For upper gastrointestinal bleeding, urgent upper endoscopy should be considered based on clinical stability.
For lower gastrointestinal bleeding, urgent colonoscopy is typically warranted, and CT angiography or tagged red cell scans may be considered for unstable patients or those with contraindications to colonoscopy.
Patients with cirrhosis and concerns about varices should receive octreotide and prophylactic antibiotics, while surgical involvement is necessary for ongoing lower GI bleeds with unlocalized bleeding source.
Deep dives
Upper Gastrointestinal Bleeding Management
For patients presenting with upper gastrointestinal bleeding, a thorough history and physical examination are crucial. The decision to perform an urgent upper endoscopy depends on clinical stability. Intravenous proton pump inhibitors (PPIs) are recommended to reduce ulcer severity and length of stay. Repeat endoscopy may be considered if there are concerns about malignancy. Timing of endoscopy varies based on clinical presentation.
Lower Gastrointestinal Bleeding Management
For patients presenting with lower gastrointestinal bleeding, determining stability and risk factors is important. Urgent colonoscopy is typically warranted. Preparation should be discussed with the gastroenterologist, considering patient tolerance and potential contraindications. CT angiography or tagged red cell scans may be considered for unstable patients or those with contraindications to colonoscopy. Repeat colonoscopy may not be beneficial for patients with recurrent diverticular bleeds.

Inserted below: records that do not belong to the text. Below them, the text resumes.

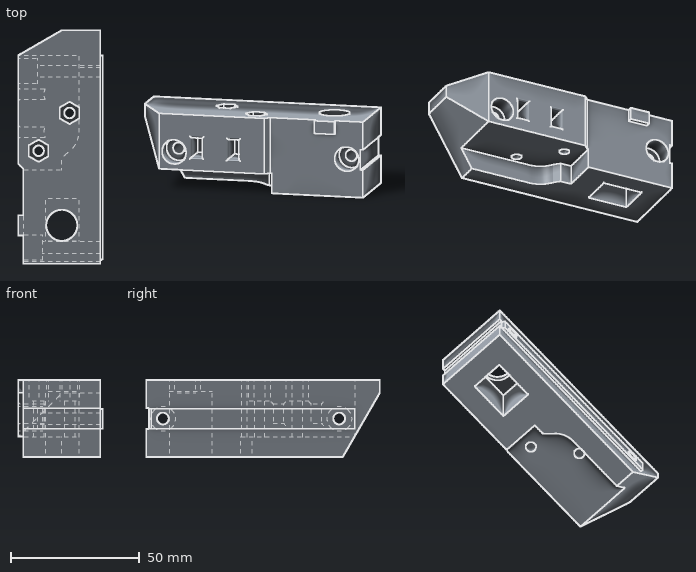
import cadquery as cq
import math

BODY_WIDTH = 30.0
BODY_LENGTH = 90.81
BODY_HEIGHT = 30.0

FLANGE_THICKNESS = 2.0
FLANGE_FRONT = 39.0
RECESS_HEIGHT = 8.0

BACK_SLOPE = math.radians(60)
BACK_LIP = 5.0

KEY_WIDTH = 8.0
BUMP_HEIGHT = 5.0
BUMP_CENTER_Y = 15.0
GROOVE_DEPTH = 1.0

RAIL_THICKNESS = 1.0
RAIL_HEIGHT = 7.75
RAIL_FRONT = 1.25
RAIL_CHAMFER = 0.75

RECESS_FRONT = 36.5
RECESS_RADIUS = 9.5
RECESS_ARC_END = math.radians(58)
RECESS_BEVEL = 2.15

NUT_CENTER = (12.0, 51.3)
NUT_OFFSET = (6.0, 7.35)
NUT_FLATS = 7.5
NUT_DEPTH = 8.0
NUT_HOLE_DIAMETER = 4.0

SCREW_POSITIONS_Y = (6.5, 75.0)
SCREW_DIAMETER = 4.5
COUNTERBORE_DIAMETER = 9.6
COUNTERBORE_DEPTH = 7.5

SLOT_POSITIONS_Y = (NUT_CENTER[1], NUT_CENTER[1] + 2 * NUT_OFFSET[1])
SLOT_CENTER_Z = 17.0
SLOT_WIDTH = 4.0
SLOT_HEIGHT = 7.5
SLOT_DEPTH = 10.0
SLOT_MOUTH_RADIUS = 1.0
SLOT_END_RADIUS = 5.0

BORE_CENTER = (15.0, 15.0)
BORE_DIAMETER = 12.0
CHAMBER_HEIGHT = 25.6
CHAMBER_WIDTH = 13.0
CHAMBER_BACK = 25.5

LEFT = -FLANGE_THICKNESS
MID_HEIGHT = BODY_HEIGHT / 2
SLOPE_BOTTOM_Z = BODY_HEIGHT - BACK_LIP
SLOPE_FOOT_Y = BODY_LENGTH - SLOPE_BOTTOM_Z / math.tan(BACK_SLOPE)
FLANGE_BACK = SLOPE_FOOT_Y + RECESS_HEIGHT / math.tan(BACK_SLOPE)
BACK_CORNER_X = LEFT + (BODY_LENGTH - FLANGE_BACK) * math.tan(BACK_SLOPE)


def box(x_range, y_range, z_range):
    """Box spanning the given (low, high) ranges."""
    size = [high - low for low, high in (x_range, y_range, z_range)]
    corner = (x_range[0], y_range[0], z_range[0])
    return cq.Workplane("XY").box(*size, centered=False).translate(corner)


def cylinder_along_x(diameter, x_range, y, z):
    length = x_range[1] - x_range[0]
    start = cq.Workplane("YZ", origin=(x_range[0], y, z))
    return start.circle(diameter / 2).extrude(length)


def make_body():
    """Block with the flange and the angled back corner, cut by the sloping underside."""
    outline = [
        (0, 0),
        (BODY_WIDTH, 0),
        (BODY_WIDTH, BODY_LENGTH),
        (BACK_CORNER_X, BODY_LENGTH),
        (LEFT, FLANGE_BACK),
        (LEFT, FLANGE_FRONT),
        (0, FLANGE_FRONT - FLANGE_THICKNESS),
    ]
    body = cq.Workplane("XY").polyline(outline).close().extrude(BODY_HEIGHT)
    wedge_outline = [(SLOPE_FOOT_Y, 0), (BODY_LENGTH, 0), (BODY_LENGTH, SLOPE_BOTTOM_Z)]
    wedge = cq.Workplane("YZ", origin=(LEFT, 0, 0)).polyline(wedge_outline).close()
    return body.cut(wedge.extrude(BODY_WIDTH + FLANGE_THICKNESS))


def make_recess():
    """Space under the flange: a straight wall, an arc, a bevel and a narrower front part."""
    center_x, center_y = NUT_CENTER

    def on_arc(angle):
        x = center_x + RECESS_RADIUS * math.cos(angle)
        y = center_y - RECESS_RADIUS * math.sin(angle)
        return (x, y)

    arc_end = on_arc(RECESS_ARC_END)
    bevel_end = (arc_end[0] - RECESS_BEVEL, arc_end[1] - RECESS_BEVEL)
    return (
        cq.Workplane("XY")
        .moveTo(LEFT, BODY_LENGTH)
        .lineTo(center_x + RECESS_RADIUS, BODY_LENGTH)
        .lineTo(*on_arc(0))
        .threePointArc(on_arc(RECESS_ARC_END / 2), arc_end)
        .lineTo(*bevel_end)
        .lineTo(bevel_end[0], RECESS_FRONT)
        .lineTo(LEFT, RECESS_FRONT)
        .close()
        .extrude(RECESS_HEIGHT)
    )


def make_bump():
    y_range = (BUMP_CENTER_Y - KEY_WIDTH / 2, BUMP_CENTER_Y + KEY_WIDTH / 2)
    return box((LEFT, 0), y_range, (BODY_HEIGHT - BUMP_HEIGHT, BODY_HEIGHT))


def make_front_groove():
    z_range = (MID_HEIGHT - KEY_WIDTH / 2, MID_HEIGHT + KEY_WIDTH / 2)
    return box((0, BODY_WIDTH), (0, GROOVE_DEPTH), z_range)


def make_rail():
    """Rail along the right face with a beveled front end."""
    tip_x = BODY_WIDTH + RAIL_THICKNESS
    outline = [
        (BODY_WIDTH, RAIL_FRONT),
        (tip_x, RAIL_FRONT + RAIL_CHAMFER),
        (tip_x, FLANGE_BACK),
        (BODY_WIDTH, FLANGE_BACK),
    ]
    bottom = cq.Workplane("XY").workplane(offset=MID_HEIGHT - KEY_WIDTH / 2)
    return bottom.polyline(outline).close().extrude(RAIL_HEIGHT)


def make_nut_trap(x, y):
    """Through hole with a hexagonal pocket sunk from the top, corners pointing along Y."""
    hole = cq.Workplane("XY").center(x, y).circle(NUT_HOLE_DIAMETER / 2).extrude(BODY_HEIGHT)
    corner_diameter = NUT_FLATS / math.cos(math.radians(30))
    hexagon = cq.Workplane("XY").polygon(6, corner_diameter).extrude(NUT_DEPTH)
    hexagon = hexagon.rotate((0, 0, 0), (0, 0, 1), 90)
    return hole.union(hexagon.translate((x, y, BODY_HEIGHT - NUT_DEPTH)))


def make_screw_hole(y, face_x):
    """Hole along X through the part, counterbored from the left face at face_x."""
    hole = cylinder_along_x(SCREW_DIAMETER, (face_x, BODY_WIDTH + RAIL_THICKNESS), y, MID_HEIGHT)
    counterbore_range = (face_x, face_x + COUNTERBORE_DEPTH)
    return hole.union(cylinder_along_x(COUNTERBORE_DIAMETER, counterbore_range, y, MID_HEIGHT))


def make_slot(y):
    """Blind slot along X; its end wall bulges toward the opening, up to SLOT_DEPTH."""
    end_x = LEFT + SLOT_DEPTH + SLOT_END_RADIUS
    y_range = (y - SLOT_WIDTH / 2, y + SLOT_WIDTH / 2)
    z_range = (SLOT_CENTER_Z - SLOT_HEIGHT / 2, SLOT_CENTER_Z + SLOT_HEIGHT / 2)
    slot = box((LEFT, end_x), y_range, z_range)
    post = cq.Workplane("XY").circle(SLOT_END_RADIUS).extrude(BODY_HEIGHT)
    return slot.cut(post.translate((end_x, y, 0)))


def round_slot_mouth(part, y):
    """Round over the four edges where a slot opens into the flange face."""
    reach = 0.1
    y_half = SLOT_WIDTH / 2 + reach
    z_half = SLOT_HEIGHT / 2 + reach
    mouth = cq.selectors.BoxSelector(
        (LEFT - reach, y - y_half, SLOT_CENTER_Z - z_half),
        (LEFT + reach, y + y_half, SLOT_CENTER_Z + z_half),
    )
    return part.edges(mouth).fillet(SLOT_MOUTH_RADIUS)


def make_bore():
    """Vertical bore over a rectangular chamber that extends backward from it."""
    x, y = BORE_CENTER
    bore = cq.Workplane("XY").center(x, y).circle(BORE_DIAMETER / 2).extrude(BODY_HEIGHT)
    chamber = box(
        (x - CHAMBER_WIDTH / 2, x + CHAMBER_WIDTH / 2),
        (y - BORE_DIAMETER / 2, CHAMBER_BACK),
        (0, CHAMBER_HEIGHT),
    )
    return bore.union(chamber)


result = make_body().cut(make_recess()).union(make_bump()).union(make_rail())
result = result.cut(make_front_groove()).cut(make_bore())

for side in (-1, 1):
    nut_x = NUT_CENTER[0] + side * NUT_OFFSET[0]
    nut_y = NUT_CENTER[1] + side * NUT_OFFSET[1]
    result = result.cut(make_nut_trap(nut_x, nut_y))

for screw_y, screw_face_x in zip(SCREW_POSITIONS_Y, (0, LEFT)):
    result = result.cut(make_screw_hole(screw_y, screw_face_x))

for slot_y in SLOT_POSITIONS_Y:
    result = round_slot_mouth(result.cut(make_slot(slot_y)), slot_y)

Considerations and Risks for Imaging Tests
When deciding between CT angiography and tagged red cell scans, both have benefits and risks. CT angiography provides quick results and better anatomical delineation, but risks include contrast-induced kidney injury. Tagged red cell scans are advantageous for patients with renal insufficiency or concerns about contrast load. Interventional radiology and angiography may be considered if immediate control of bleeding is necessary, but risks of renal insufficiency and ischemia should be taken into account.
Management of Upper GI Bleeds
In patients with cirrhosis who also have concerns about varices, starting octreotide and prophylactic antibiotics is recommended. The use of erythromycin can be beneficial prior to an upper endoscopy as it acts as a pro-motility agent, aiding in stomach clearance for better visualization. Surgeons should be involved in managing patients with ongoing lower GI bleeds that require blood transfusions and where the bleeding source cannot be localized.
Anti-Coagulation and Anti-Platelet Therapy Management
The management of anti-coagulation and anti-platelet therapy should be individualized based on the patient's stability and underlying conditions. For patients with lower GI bleeds, holding anti-coagulation and transitioning to a heparin drip is a reasonable approach. Resuming anti-coagulation within four to seven days after the bleed should be considered in patients with no further bleeding. Resumption of anti-platelet therapy should be assessed based on the patient's risk profile and underlying coronary disease.
Handle the gush of upper and lower GI bleeds with ease thanks to Dr. Tanvi Dhere (@DhereMdEmory)! Learn diagnosis, initial management as well as post-procedure management including when to resume anticoagulation and antithrombotic therapy.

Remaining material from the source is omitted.